◆ The problem ◆
The required result is every line of the records that includes "RivetTR".

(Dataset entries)
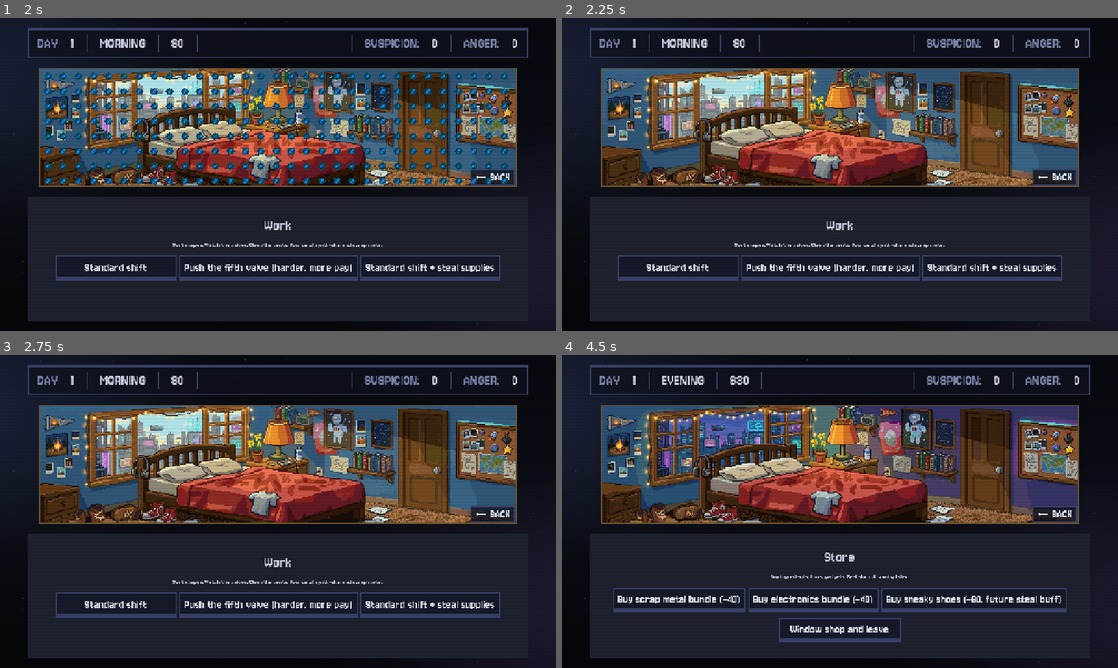
Above: before the commit, frames 1-4 (two rows, left to right).
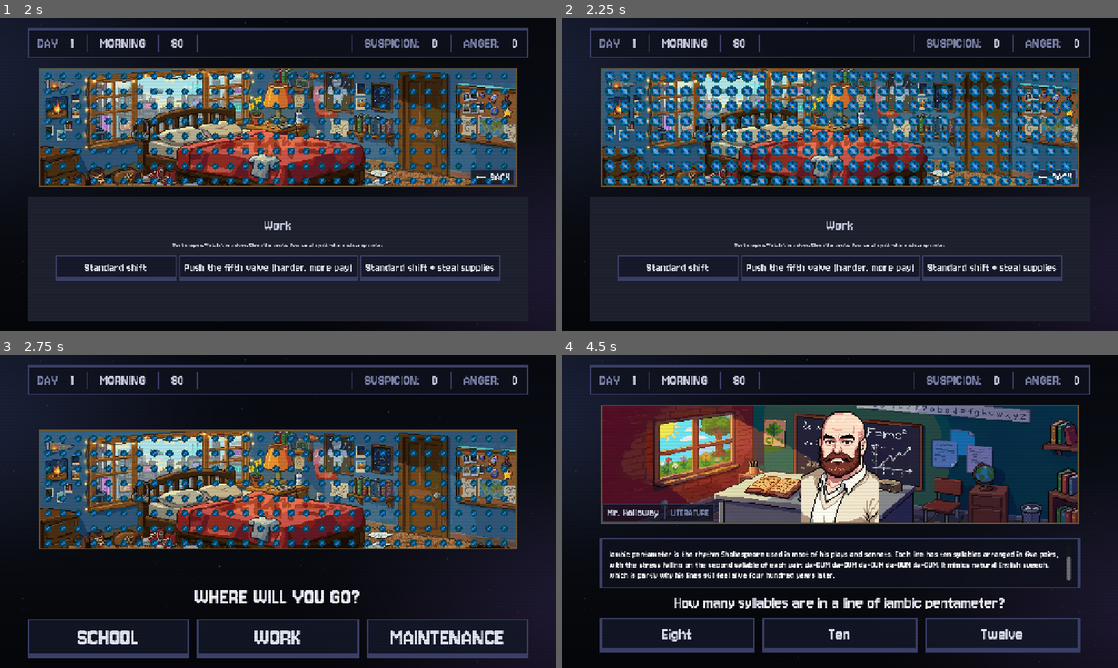
Above: after the commit, the same moments.

Repository: ExterrMatt/RobotStressTest
Game: Godot game, scene res://scenes/Main.tscn
Two runs of this game, one before a commit and one after it. Both use one fixed random seed, a clock stepped at 60 frames per second and the inputs below.
Inputs (mouse positions are in pixels of both pictures, inside the frame that each line leads up to):
- Up to frame 1 (2 s): click "SCHOOL" at 0.5 s; click "WORK" at 1.25 s
- Up to frame 2 (2.25 s): click "← BACK" at 2 s
- Up to frame 3 (2.75 s): no input
- Up to frame 4 (4.5 s): click (678, 605) at 2.75 s, where only the run before the commit has a clickable "Standard shift"; click (673, 636) at 3.5 s, where only the run before the commit has a clickable "STORE"; click "← BACK" (after the commit: "CONTINUE") at 4.25 s

Frame 1 is identical in both runs. In frame 2, 14% of the frame differs, in the area x 7-93%, y 17-54%; in frame 3, 54%, in the area x 5-95%, y 16-97%; in frame 4, 46%.

Commit message:
school part 6

Diff:
--- a/project.godot
+++ b/project.godot
@@ -34,6 +34,14 @@
 
 theme/custom="res://themes/main_theme.tres"
 
+[input]
+
+x={
+"deadzone": 0.2,
+"events": [Object(InputEventKey,"resource_local_to_scene":false,"resource_name":"","device":0,"window_id":0,"alt_pressed":false,"shift_pressed":false,"ctrl_pressed":false,"meta_pressed":false,"pressed":false,"keycode":0,"physical_keycode":88,"key_label":0,"unicode":0,"location":0,"echo":false,"script":null)
+]
+}
+
 [rendering]
 
 textures/canvas_textures/default_texture_filter=0
--- a/scenes/Main.gd
+++ b/scenes/Main.gd
@@ -69,6 +69,13 @@
 var _locations: Array[LocationData] = []
 var _current_location_node: Node = null
 var _default_scene_image: Texture2D
+## Toggle for the alternate teacher portrait (e.g., Health.png → Health2.png).
+## Flipped with the X key. Persists across teachers within a session.
+var _alt_portrait: bool = false
+
+## Base texture path of the currently-shown teacher portrait (no "2" suffix),
+## so we can swap variants when the toggle changes.
+var _portrait_base_path: String = ""
 
 ## Set true on the very first selection-screen show, so we don't play a
 ## transition before the player has even seen anything.
@@ -98,6 +105,10 @@
 	if event is InputEventKey and event.pressed and not event.echo:
 		if event.keycode == KEY_TAB:
 			log_overlay.visible = not log_overlay.visible
+			get_viewport().set_input_as_handled()
+		elif event.keycode == KEY_X:
+			_alt_portrait = not _alt_portrait
+			_refresh_teacher_portrait_variant()
 			get_viewport().set_input_as_handled()
 
 
@@ -304,21 +315,52 @@
 ## Show a portrait centered inside the top framed image. Used by School to
 ## put a teacher in their classroom; any other location can use this the
 ## same way. Pass null to hide.
+##
+## When the X-key toggle is active, this will load the "2" variant of the
+## texture (e.g., Health.png -> Health2.png) instead of the base texture.
 func show_teacher_portrait(tex: Texture2D, character_name: String = "", subject: String = "") -> void:
 	if tex == null:
 		hide_teacher_portrait()
 		return
-	teacher_portrait.texture = tex
-	teacher_portrait.visible = true
+
+	# Record the base (non-"2") path so we can flip variants on the X toggle.
+	# tex.resource_path is the imported texture's res:// path.
+	_portrait_base_path = tex.resource_path
+
 	teacher_name_label.text = character_name
 	teacher_subject_label.text = subject.to_upper()
 	teacher_tag.visible = character_name != ""
+	teacher_portrait.visible = true
+
+	# Apply the current toggle (loads either base or "2" variant).
+	_refresh_teacher_portrait_variant()
 
 
 func hide_teacher_portrait() -> void:
 	teacher_portrait.visible = false
 	teacher_portrait.texture = null
 	teacher_tag.visible = false
+	_portrait_base_path = ""
+
+
+## Re-applies the current teacher portrait texture based on _alt_portrait.
+## Called when the X toggle flips, and whenever a new teacher is shown.
+## If the "2" variant doesn't exist, falls back to the base texture so we
+## never end up with a missing portrait.
+func _refresh_teacher_portrait_variant() -> void:
+	if _portrait_base_path == "":
+		return
+
+	var path_to_load: String = _portrait_base_path
+	if _alt_portrait:
+		path_to_load = _portrait_base_path.get_basename() + "2." + _portrait_base_path.get_extension()
+		if not ResourceLoader.exists(path_to_load):
+			# No "2" variant on disk - silently fall back to the base.
+			path_to_load = _portrait_base_path
+
+	var tex: Texture2D = load(path_to_load)
+	if tex:
+		teacher_portrait.texture = tex
 
 
 ## Show a button in the bottom-right of the framed picture, mirroring the
--- a/scenes/Main.tscn
+++ b/scenes/Main.tscn
@@ -182,10 +182,12 @@
 
 [node name="FrameInsetDark" type="PanelContainer" parent="UI/VBox/FrameWrap/FrameOuter" unique_id=1977178553]
 layout_mode = 2
+mouse_filter = 1
 theme_type_variation = &"FrameInsetDark"
 
 [node name="FrameInsetMid" type="PanelContainer" parent="UI/VBox/FrameWrap/FrameOuter/FrameInsetDark" unique_id=1359773724]
 layout_mode = 2
+mouse_filter = 1
 theme_type_variation = &"FrameInsetMid"
 
 [node name="SceneImage" type="TextureRect" parent="UI/VBox/FrameWrap/FrameOuter/FrameInsetDark/FrameInsetMid" unique_id=1548457432]
@@ -194,7 +196,6 @@
 texture_filter = 1
 custom_minimum_size = Vector2(900, 225)
 layout_mode = 2
-mouse_filter = 2
 texture = ExtResource("3_rarhs")
 expand_mode = 1
 
@@ -266,9 +267,60 @@
 grow_horizontal = 2
 grow_vertical = 2
 
-[node name="CornerButton" type="Button" parent="UI/VBox/FrameWrap/FrameOuter/FrameInsetDark/FrameInsetMid/SceneImage" unique_id=126284436]
-unique_name_in_owner = true
-visible = false
+[node name="RivetTL" type="ColorRect" parent="UI/VBox/FrameWrap/FrameOuter" unique_id=397116627]
+layout_mode = 2
+color = Color(0.541, 0.443, 0.251, 1)
+
+[node name="RivetHighlightTL" type="ColorRect" parent="UI/VBox/FrameWrap/FrameOuter/RivetTL" unique_id=282569911]
+layout_mode = 0
+offset_left = 1.0
+offset_top = 1.0
+offset_right = 4.0
+offset_bottom = 4.0
+color = Color(0.788, 0.663, 0.416, 1)
+
+[node name="RivetTR" type="ColorRect" parent="UI/VBox/FrameWrap/FrameOuter" unique_id=2101020832]
+layout_mode = 2
+color = Color(0.541, 0.443, 0.251, 1)
+
+[node name="RivetHighlightTR" type="ColorRect" parent="UI/VBox/FrameWrap/FrameOuter/RivetTR" unique_id=825531315]
+layout_mode = 0
+offset_left = 1.0
+offset_top = 1.0
+offset_right = 4.0
+offset_bottom = 4.0
+color = Color(0.788, 0.663, 0.416, 1)
+
+[node name="RivetBL" type="ColorRect" parent="UI/VBox/FrameWrap/FrameOuter" unique_id=156994123]
+layout_mode = 2
+color = Color(0.541, 0.443, 0.251, 1)
+
+[node name="RivetHighlightBL" type="ColorRect" parent="UI/VBox/FrameWrap/FrameOuter/RivetBL" unique_id=580688530]
+layout_mode = 0
+offset_left = 1.0
+offset_top = 1.0
+offset_right = 4.0
+offset_bottom = 4.0
+color = Color(0.788, 0.663, 0.416, 1)
+
+[node name="RivetBR" type="ColorRect" parent="UI/VBox/FrameWrap/FrameOuter" unique_id=992845264]
+layout_mode = 2
+color = Color(0.541, 0.443, 0.251, 1)
+
+[node name="RivetHighlightBR" type="ColorRect" parent="UI/VBox/FrameWrap/FrameOuter/RivetBR" unique_id=1820270533]
+layout_mode = 0
+offset_left = 1.0
+offset_top = 1.0
+offset_right = 4.0
+offset_bottom = 4.0
+color = Color(0.788, 0.663, 0.416, 1)
+
+[node name="CornerButtonLayer" type="Control" parent="UI/VBox/FrameWrap/FrameOuter" unique_id=205893524]
+layout_mode = 2
+mouse_filter = 1
+
+[node name="CornerButton" type="Button" parent="UI/VBox/FrameWrap/FrameOuter/CornerButtonLayer" unique_id=126284436]
+unique_name_in_owner = true
 z_index = 2
 layout_mode = 1
 anchors_preset = 3
@@ -288,54 +340,6 @@
 theme_override_styles/focus = SubResource("sb_corner_hover")
 text = "BUTTON"
 
-[node name="RivetTL" type="ColorRect" parent="UI/VBox/FrameWrap/FrameOuter" unique_id=397116627]
-layout_mode = 2
-color = Color(0.541, 0.443, 0.251, 1)
-
-[node name="RivetHighlightTL" type="ColorRect" parent="UI/VBox/FrameWrap/FrameOuter/RivetTL" unique_id=282569911]
-layout_mode = 0
-offset_left = 1.0
-offset_top = 1.0
-offset_right = 4.0
-offset_bottom = 4.0
-color = Color(0.788, 0.663, 0.416, 1)
-
-[node name="RivetTR" type="ColorRect" parent="UI/VBox/FrameWrap/FrameOuter" unique_id=2101020832]
-layout_mode = 2
-color = Color(0.541, 0.443, 0.251, 1)
-
-[node name="RivetHighlightTR" type="ColorRect" parent="UI/VBox/FrameWrap/FrameOuter/RivetTR" unique_id=825531315]
-layout_mode = 0
-offset_left = 1.0
-offset_top = 1.0
-offset_right = 4.0
-offset_bottom = 4.0
-color = Color(0.788, 0.663, 0.416, 1)
-
-[node name="RivetBL" type="ColorRect" parent="UI/VBox/FrameWrap/FrameOuter" unique_id=156994123]
-layout_mode = 2
-color = Color(0.541, 0.443, 0.251, 1)
-
-[node name="RivetHighlightBL" type="ColorRect" parent="UI/VBox/FrameWrap/FrameOuter/RivetBL" unique_id=580688530]
-layout_mode = 0
-offset_left = 1.0
-offset_top = 1.0
-offset_right = 4.0
-offset_bottom = 4.0
-color = Color(0.788, 0.663, 0.416, 1)
-
-[node name="RivetBR" type="ColorRect" parent="UI/VBox/FrameWrap/FrameOuter" unique_id=992845264]
-layout_mode = 2
-color = Color(0.541, 0.443, 0.251, 1)
-
-[node name="RivetHighlightBR" type="ColorRect" parent="UI/VBox/FrameWrap/FrameOuter/RivetBR" unique_id=1820270533]
-layout_mode = 0
-offset_left = 1.0
-offset_top = 1.0
-offset_right = 4.0
-offset_bottom = 4.0
-color = Color(0.788, 0.663, 0.416, 1)
-
 [node name="SelectionScreen" type="VBoxContainer" parent="UI/VBox" unique_id=768997018]
 unique_name_in_owner = true
 layout_mode = 2
Binary file added: assets/textures/characters/teachers/Gym2.png
Not shown, added: assets/textures/characters/teachers/Gym2.png.import
Binary file added: assets/textures/characters/teachers/Health2.png
Not shown, added: assets/textures/characters/teachers/Health2.png.import
Binary file added: assets/textures/characters/teachers/History2.png
Not shown, added: assets/textures/characters/teachers/History2.png.import
Binary file added: assets/textures/characters/teachers/Literature2.png
Not shown, added: assets/textures/characters/teachers/Literature2.png.import
Binary file added: assets/textures/characters/teachers/Math2.png
Not shown, added: assets/textures/characters/teachers/Math2.png.import
Binary file added: assets/textures/characters/teachers/Science2.png
Not shown, added: assets/textures/characters/teachers/Science2.png.import

◆ Task response ◆
+[node name="RivetTR" type="ColorRect" parent="UI/VBox/FrameWrap/FrameOuter" unique_id=2101020832]
+[node name="RivetHighlightTR" type="ColorRect" parent="UI/VBox/FrameWrap/FrameOuter/RivetTR" unique_id=825531315]
-[node name="RivetTR" type="ColorRect" parent="UI/VBox/FrameWrap/FrameOuter" unique_id=2101020832]
-[node name="RivetHighlightTR" type="ColorRect" parent="UI/VBox/FrameWrap/FrameOuter/RivetTR" unique_id=825531315]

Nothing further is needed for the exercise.